Rank a list of text candidates by relevance to a query using the Lightweight Embeddings API.

async def rank_async(
    query: str,
    candidates: List[str],
    model=None
) -> List[Dict[str, Any]]:
    ...
  • Params:
    • query: The query string.
    • candidates: List of candidate texts.
    • model: Optional; specify the ranking model (defaults to snowflake-arctic-embed-l-v2.0).
  • Returns: A ranked list of {"text": <candidate>, "probability": <float>, "cosine_similarity": <float>}.

4. search_documents_async / search_documents

Retrieve documents (files/URLs), optionally split them, and rank their chunks by relevance to a query.

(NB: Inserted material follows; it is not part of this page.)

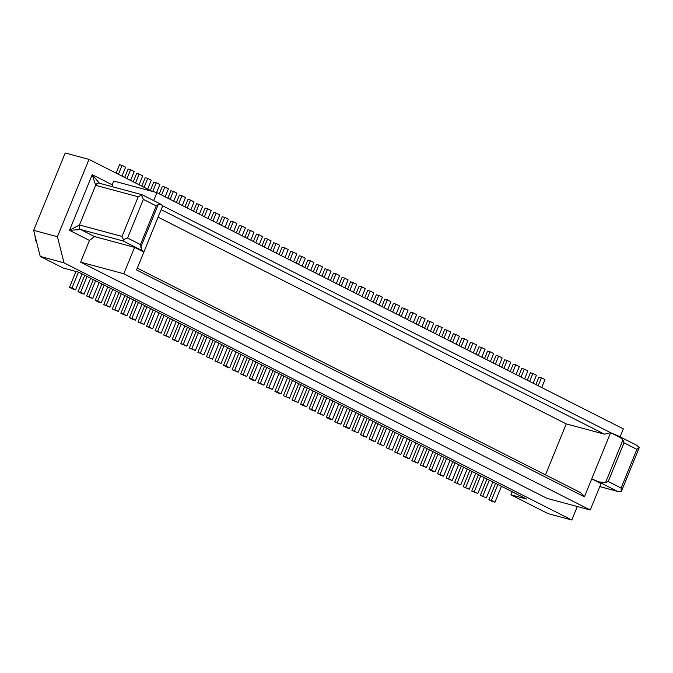 <?xml version="1.0" encoding="UTF-8"?>
<svg xmlns="http://www.w3.org/2000/svg" width="673" height="673" viewBox="0 0 673 673"><rect width="100%" height="100%" fill="white"/><g stroke="black" fill="none" stroke-linecap="round" stroke-linejoin="round"><path stroke-width="1.01" d="M40.22 256.413L63.043 267.972L78.682 272.186L526.58 499.038L510.942 494.832L548.024 513.608L571.806 520.01L63.994 262.815L40.22 256.413L33.65 230.326L57.424 236.728L88.987 159.392L152.081 191.342M409.79 320.727L413.037 312.777L410.53 312.104L407.493 319.557M413.037 312.777L416.604 314.585L413.357 322.535M390.18 429.954L383.686 445.863L377.612 443.381L383.686 445.863M358.633 413.971L351.937 430.375L358.011 432.857L364.505 416.949M351.937 430.375L358.011 432.857M484.518 358.574L487.563 351.121L490.062 351.794L493.629 353.603L490.39 361.544M164.086 315.444L157.591 331.352L155.093 330.679L161.789 314.274M146.975 306.77L140.48 322.678L144.047 324.487L150.542 308.579M315.645 273.045L318.893 265.095L316.386 264.422L313.349 271.875M318.893 265.095L322.46 266.903L319.212 274.853M620.094 436.853L623.341 428.886L156.902 192.638L153.646 200.604M156.902 192.638L113.729 181.02L112.189 184.797L92.218 174.677L95.642 185.327L79.464 224.967L69.504 230.326L80.609 229.518C79.17 228.584 78.783 227.07 79.464 224.967L122.015 236.416L123.386 239.58L123.159 240.968L80.609 229.518L94.531 236.568L134.575 247.344L143.854 252.039L162.723 205.829L160.384 204.012M112.618 186.791L112.189 184.797M212.946 221.022L216.193 213.08L213.686 212.407L210.641 219.861M270.361 369.267L263.866 385.175L257.793 382.693L264.489 366.289M257.793 382.693L260.3 383.366L266.794 367.458M260.3 383.366L263.866 385.175M141.86 194.707L141.498 195.212L143.349 199.385L127.567 238.049L140.455 244.577L141.801 250.406L143.862 252.039L136.543 269.957L584.425 496.809L580.58 492.636L137.292 268.115M143.349 199.385L156.237 205.913L158.189 204.575L160.662 204.188M547.065 498.382L80.625 262.134L123.798 273.751L590.238 509.999L547.065 498.382M141.498 195.212L138.192 196.777L95.642 185.327C96.618 183.359 97.896 182.686 99.469 183.3M99.419 183.233L92.218 174.677L69.504 230.326L89.475 240.438L94.531 236.568M161.596 195.019L164.835 187.069L162.336 186.396L159.291 193.849M164.835 187.069L168.401 188.877L165.163 196.827M298.534 264.371L301.773 256.43L299.275 255.757L296.229 263.21M301.773 256.43L305.34 258.23L302.101 266.18M272.859 251.366L276.098 243.424L273.6 242.751L270.554 250.205M518.748 375.913L521.794 368.459L524.301 369.132L521.053 377.082M341.32 286.05L344.568 278.1L348.134 279.909L344.887 287.851M170.151 199.351L173.398 191.401L170.892 190.728L167.855 198.182M173.398 191.401L176.965 193.21L173.718 201.16M155.53 311.103L149.036 327.019L146.537 326.346L152.603 328.819L159.097 312.911M146.537 326.346L153.225 309.942M441.724 336.904L444.769 329.442L450.834 331.924L447.595 339.873M219.003 343.255L212.517 359.163L206.443 356.69L212.517 359.163M279.11 254.537L282.155 247.084L284.654 247.757L288.221 249.565L284.982 257.507M95.616 280.759L89.13 296.675L86.624 296.002L92.689 298.476L99.183 282.567M86.624 296.002L93.32 279.598M394.731 452.054L400.805 454.536L394.731 452.054L401.428 435.65M403.733 436.811L397.238 452.727M524.62 378.882L527.859 370.941L524.301 369.132M313.147 390.937L306.661 406.854L300.587 404.372L307.283 387.968M261.797 364.926L255.303 380.842L252.804 380.169L249.237 378.361L255.933 361.956M249.237 378.361L251.736 379.034L258.23 363.126M251.736 379.034L255.303 380.842M478.259 355.403L481.506 347.461L485.073 349.262L481.826 357.212M230.065 229.695L233.304 221.745L230.805 221.072L227.76 228.526M89.13 296.675L92.689 298.476M373.254 302.219L376.3 294.766L378.798 295.439L375.559 303.388M375.753 422.644L369.056 439.048L372.623 440.857L375.122 441.53L381.616 425.614M352.374 410.808L345.88 426.716L343.381 426.043L346.948 427.851L349.447 428.524L355.941 412.608M343.381 426.043L350.078 409.638M283.468 395.699L289.541 398.18L283.468 395.699L290.164 379.294M285.975 396.372L292.469 380.464M253.241 360.593L246.747 376.51L240.682 374.028L243.18 374.701L249.675 358.785M243.18 374.701L246.747 376.51M304.591 386.605L298.097 402.513L292.032 400.031L298.728 383.627M238.621 234.027L241.868 226.086L239.361 225.413L236.316 232.866M241.868 226.086L245.435 227.886L242.187 235.836M481.506 347.461L478.999 346.788L475.962 354.242M221.501 225.362L224.748 217.413L222.241 216.74L219.205 224.193M224.748 217.413L228.315 219.221L225.068 227.163M441.53 455.958L435.036 471.874L431.469 470.065L437.963 454.157M392.241 450.195L386.176 447.722L392.241 450.195L398.736 434.287M401.234 316.394L404.481 308.444L408.04 310.253L404.801 318.194M367.189 418.312L360.501 434.716L364.068 436.516L366.566 437.198L362.999 435.389L369.494 419.472M360.501 434.716L362.999 435.389M415.855 442.952L409.361 458.868L405.794 457.06L412.288 441.151M452.584 342.397L455.831 334.456L453.324 333.783L450.287 341.236M104.18 285.1L97.686 301.008L95.179 300.335L98.746 302.143L101.253 302.816L107.747 286.9M97.686 301.008L101.253 302.816M404.481 308.444L401.974 307.771L398.929 315.225M189.761 328.441L183.275 344.357L180.768 343.684L186.833 346.166L193.328 330.25M183.275 344.357L186.833 346.166M460.711 484.88L454.645 482.398L460.711 484.88L467.205 468.963M204.39 216.689L207.629 208.748L205.13 208.075L202.085 215.528M469.897 470.326L463.201 486.73L469.266 489.212L463.201 486.73M465.708 487.403L472.194 471.495M512.195 491.753L510.942 494.832M430.476 331.2L433.715 323.259L430.156 321.45L426.909 329.4M430.156 321.45L427.649 320.777L424.604 328.231M210.447 338.923L203.953 354.831L197.887 352.349L203.953 354.831M87.061 276.426L80.567 292.334L84.133 294.143L90.628 278.235M484.324 477.637L477.83 493.545L471.756 491.063L478.453 474.658M112.736 289.432L106.241 305.34L103.743 304.667L110.439 288.263M347.579 289.213L350.625 281.76L356.69 284.242L353.451 292.191M152.695 191.511L156.279 182.736L159.846 184.545L156.573 192.554M324.209 277.377L327.448 269.436L331.015 271.236L327.776 279.186M455.831 334.456L459.398 336.256L456.151 344.206M493.073 362.907L496.119 355.453L498.626 356.126L502.184 357.935L498.945 365.885M498.626 356.126L495.378 364.076M195.826 212.357L199.073 204.407L196.566 203.734L193.53 211.187M199.073 204.407L202.64 206.216L199.393 214.165M507.501 370.217L510.748 362.267L507.181 360.459L504.674 359.786L501.637 367.248M503.934 368.409L507.181 360.459M287.472 377.932L280.978 393.848L278.479 393.175L274.912 391.366L281.608 374.962M274.912 391.366L277.419 392.039L283.905 376.123M172.65 319.776L166.155 335.684L163.648 335.011L169.722 337.493L176.217 321.585M358.44 294.715L361.687 286.774L359.18 286.101L356.143 293.554M187.271 208.024L190.509 200.074L194.076 201.883L190.838 209.825M458.65 464.631L452.155 480.539L446.081 478.066L448.588 478.739L455.083 462.822M432.966 451.625L426.48 467.533L422.913 465.733L429.408 449.816M387.682 309.53L390.929 301.58L384.855 299.098L381.818 306.56M144.089 187.296L147.724 178.404L151.29 180.204L147.656 189.105M247.176 238.368L250.423 230.418L253.99 232.227L250.743 240.168M390.374 310.892L393.419 303.439L395.917 304.112L399.484 305.921L396.246 313.862M178.715 203.683L181.954 195.742L179.455 195.069L176.41 202.523M426.48 467.533L420.406 465.06L422.913 465.733M163.648 335.011L170.345 318.607M121.3 293.764L114.805 309.681L112.298 309.008L118.372 311.481L124.858 295.573M112.298 309.008L118.995 292.604M338.384 423.519L334.826 421.71L340.891 424.192L338.384 423.519M341.514 405.306L334.826 421.71M307.09 268.712L310.337 260.762L313.896 262.571L310.657 270.512M180.768 343.684L187.464 327.28M244.686 356.261L238.192 372.169L232.118 369.687L238.814 353.283M345.88 426.716L349.447 428.524M78.489 272.128L72.011 288.002L75.578 289.811L82.072 273.894M452.778 461.661L446.081 478.066M330.266 399.611L323.772 415.519L320.205 413.71L326.699 397.802M324.403 396.633L317.706 413.037L323.772 415.519M244.879 237.199L247.916 229.745L250.423 230.418M529.609 381.414L532.856 373.465L536.423 375.273L533.176 383.223M317.706 413.037L320.205 413.71M138.411 302.438L131.916 318.346L129.418 317.673L132.985 319.482L135.483 320.155L141.978 304.238M131.916 318.346L135.483 320.155M458.843 345.569L461.888 338.115L464.387 338.788L467.954 340.597L464.707 348.538M118.414 174.29L122.049 165.398L125.607 167.198L121.981 176.099M255.74 242.701L258.979 234.751L262.546 236.56L259.307 244.509M157.591 331.352L161.158 333.16L167.653 317.244M461.148 346.738L464.387 338.788M400.805 454.536L407.291 438.619M277.419 392.039L280.978 393.848M181.954 195.742L185.521 197.542L182.274 205.492M332.958 400.973L326.262 417.378L329.829 419.178L332.336 419.851L328.769 418.051L335.263 402.134M366.566 437.198L373.061 421.281M300.587 404.372L303.094 405.045L309.588 389.129M303.094 405.045L306.661 406.854M378.798 295.439L382.365 297.247L379.126 305.197M72.011 288.002L69.504 287.329L73.071 289.138L75.578 289.811M69.504 287.329L75.982 271.455M135.534 182.963L139.16 174.063L136.661 173.39L133.229 181.794M139.16 174.063L142.726 175.872L139.101 184.764M181.205 324.108L174.711 340.025L172.212 339.352L178.9 322.947M198.325 332.782L191.83 348.69L189.323 348.017L196.02 331.612M156.279 182.736L153.772 182.063L150.348 190.467M95.179 300.335L101.875 283.93M431.469 470.065L428.97 469.392L432.529 471.201L435.036 471.874M106.241 305.34L109.808 307.149L116.303 291.241M510.193 371.58L513.238 364.127L515.737 364.8L512.498 372.741M364.699 297.887L367.744 290.433L370.243 291.106L367.004 299.056M370.562 300.856L373.809 292.915L370.243 291.106M147.724 178.404L145.217 177.731L141.784 186.127M103.743 304.667L109.808 307.149M155.093 330.679L161.158 333.16M264.296 247.033L267.543 239.092L271.11 240.892L267.862 248.842M590.238 509.999L601.014 483.593L591.744 478.89L598.802 481.868L605.515 482.634L608.224 481.498L624.006 442.834L636.894 449.362L639.35 447.368L636.296 445.097M624.006 442.834L622.929 439.965L618.563 436.07L610.596 432.672L162.715 205.829M338.83 403.943L332.336 419.851M427.103 448.655L420.406 465.06M584.425 496.809L610.604 432.672L604.438 434.161L161.167 209.639M532.856 373.465L530.349 372.792L527.312 380.245M278.916 373.599L272.422 389.507L266.357 387.034L273.045 370.63M266.357 387.034L268.855 387.707L275.35 371.79M268.855 387.707L272.422 389.507M191.83 348.69L195.397 350.498L201.892 334.582M129.418 317.673L136.114 301.268M384.308 426.976L377.612 443.381M380.119 444.054L386.613 428.146M418.354 325.059L421.592 317.118L419.094 316.445L416.049 323.898M516.065 374.55L519.304 366.6L515.737 364.8M441.093 475.533L443.591 476.206L440.024 474.398L437.526 473.725L441.093 475.533M233.304 221.745L236.871 223.554L233.632 231.504M281.415 255.706L284.654 247.757M140.48 322.678L137.973 322.005L144.67 305.601M327.448 269.436L324.95 268.754L321.904 276.216M216.193 213.08L219.751 214.889L216.513 222.83M267.543 239.092L265.036 238.41L261.999 245.872M447.267 330.123L444.029 338.065M126.97 178.623L130.604 169.731L128.097 169.058L124.673 177.462M475.761 473.296L469.266 489.212M349.884 290.383L353.123 282.433M172.212 339.352L178.278 341.825L184.772 325.917M174.711 340.025L178.278 341.825M599.803 486.562L618.243 491.576L621.246 491.736L621.112 488.026L608.224 481.498M621.246 491.736L621.339 489.111M129.855 298.097L123.361 314.013L120.854 313.34L126.928 315.822L133.422 299.906M120.854 313.34L127.55 296.936M386.176 447.722L392.872 431.317M361.687 286.774L365.254 288.574L362.007 296.524M437.526 473.725L444.222 457.32M80.567 292.334L78.068 291.661L81.635 293.47L84.133 294.143M78.068 291.661L84.756 275.257M289.97 260.039L293.218 252.089L290.711 251.416L287.674 258.869M293.218 252.089L296.785 253.898L293.537 261.847M207.629 208.748L211.196 210.548L207.957 218.498M428.97 469.392L435.658 452.988M63.994 262.815L57.424 236.728M137.973 322.005L144.047 324.487M337.324 422.383L343.819 406.467M149.036 327.019L152.603 328.819M33.65 230.326L65.214 152.99L88.987 159.392M486.823 359.744L490.062 351.794M467.399 349.901L470.444 342.448L472.942 343.121L469.704 351.07M473.27 352.879L476.509 344.929L472.942 343.121M232.118 369.687L234.625 370.369L241.119 354.452M234.625 370.369L238.192 372.169M477.83 493.545L471.756 491.063M276.098 243.424L279.665 245.233L276.418 253.174M130.604 169.731L134.171 171.539L130.537 180.431M190.509 200.074L188.011 199.401L184.966 206.855M227.567 347.588L221.072 363.504L214.998 361.022L221.072 363.504M344.568 278.1L342.061 277.427L339.024 284.881M296.036 382.264L289.541 398.18M332.765 281.709L336.012 273.768L339.579 275.577L336.332 283.518M310.337 260.762L307.83 260.089L304.785 267.543M236.122 351.929L229.628 367.837L227.129 367.164L223.562 365.355L226.061 366.028L232.555 350.12M226.061 366.028L229.628 367.837M292.032 400.031L298.097 402.513M405.794 457.06L403.287 456.387L409.361 458.868M200.386 353.022L206.88 337.114M384.115 307.721L387.362 299.779M487.008 478.999L480.32 495.404L486.386 497.877L492.88 481.969M480.32 495.404L486.386 497.877M482.819 496.077L489.313 480.16M189.323 348.017L195.397 350.498M294.53 400.713L301.024 384.796M330.46 280.548L333.505 273.095L336.012 273.768M443.591 476.206L450.086 460.298M610.596 432.672L619.875 437.374M446.519 458.49L440.024 474.398M497.869 484.501L491.383 500.409L488.876 499.736L492.443 501.545L494.949 502.218L501.435 486.301M488.876 499.736L495.572 483.332M340.891 424.192L347.386 408.275M127.567 238.049L123.386 239.58M545.475 474.852L566.262 423.889L158.096 217.152M89.475 240.438L80.625 262.134M134.575 247.344L123.798 273.751M403.287 456.387L409.983 439.982M240.682 374.028L247.37 357.624M114.805 309.681L118.372 311.481M392.679 312.053L395.917 304.112M208.95 357.363L215.444 341.447M206.443 356.69L213.139 340.286M197.887 352.349L204.584 335.945M433.168 332.563L436.205 325.109L442.279 327.591L439.032 335.541M418.547 444.315L411.851 460.719L417.916 463.201L414.349 461.4L420.844 445.484M411.851 460.719L414.349 461.4M315.839 392.3L309.143 408.704L312.709 410.513L315.216 411.186L321.711 395.27M166.155 335.684L169.722 337.493M35.122 236.164A9.212 7.134 105.1 0 0 36.62 242.137M474.263 491.736L480.758 475.828M223.562 365.355L230.259 348.951M421.592 317.118L425.159 318.918L421.921 326.868M538.173 385.747L541.412 377.805L538.913 377.132L535.868 384.586M541.412 377.805L544.979 379.606L541.74 387.555M122.049 165.398L119.542 164.725L116.109 173.129M354.444 431.057L360.938 415.14M258.979 234.751L256.48 234.078L253.435 241.531M577.308 506.517L571.806 520.01M328.769 418.051L326.262 417.378M395.169 432.478L388.674 448.395M369.056 439.048L375.122 441.53M123.361 314.013L126.928 315.822M454.645 482.398L461.333 465.994M463.638 467.155L457.144 483.071M309.143 408.704L311.649 409.377L318.144 393.469M378.049 423.813L371.563 439.721M214.998 361.022L221.695 344.618M217.505 361.695L224 345.787M417.916 463.201L424.411 447.293M435.465 333.732L438.712 325.782M452.155 480.539L448.588 478.739M311.649 409.377L315.216 411.186M566.262 423.889L604.438 434.161M491.383 500.409L494.949 502.218M138.192 196.777L122.015 236.416M123.159 240.968L141.801 250.406M140.455 244.577L156.237 205.913M140.775 247.243L158.189 204.575M605.515 482.634L622.929 439.965M636.894 449.362L621.112 488.026M617.435 491.315L598.802 481.868M142.003 194.707L160.233 203.936M99.024 183.132L141.927 194.674M636.936 445.383L619.009 436.306M639.3 447.503L621.288 491.635M618.251 491.584L599.786 486.613"/></g></svg>

async def search_documents_async(
    query: str,
    files=None,
    urls=None,
    openai_config=None,
    settings=None,
    concurrency=5,
    options=None,
    model=None,
    splitter=None
) -> List[Dict[str, Any]]:
    ...
  • Params:
    • query: The query to rank against.
    • files, urls: As in retrieve_documents_async.
    • splitter: Optional; e.g., use Embs.markdown_splitter.
  • Returns: A ranked list of chunks with {"filename": ..., "markdown": ..., "probability": ..., "cosine_similarity": ...}.

Caching for Performance

Enable in-memory or disk-based caching to avoid redundant processing:

cache_conf = {
    "enabled": True,
    "type": "memory",       # or "disk"
    "prefix": "myapp",
    "dir": "cache_folder",  # only needed for disk caching
    "max_mem_items": 128,
    "max_ttl_seconds": 86400
}

client = Embs(cache_config=cache_conf)
  • Memory Caching: Quick lookups using LRU with TTL expiration.
  • Disk Caching: Stores JSON files to a specified directory, evicting older files after TTL expiration.

Testing

embs is rigorously tested using pytest and pytest-asyncio. To ensure that retrieval, embeddings, ranking, caching, and splitting are working as expected, run:

pytest --asyncio-mode=auto

License

Licensed under the MIT License. See LICENSE for details.

Contributions are welcome! Submit issues, ideas, or pull requests to help improve embs.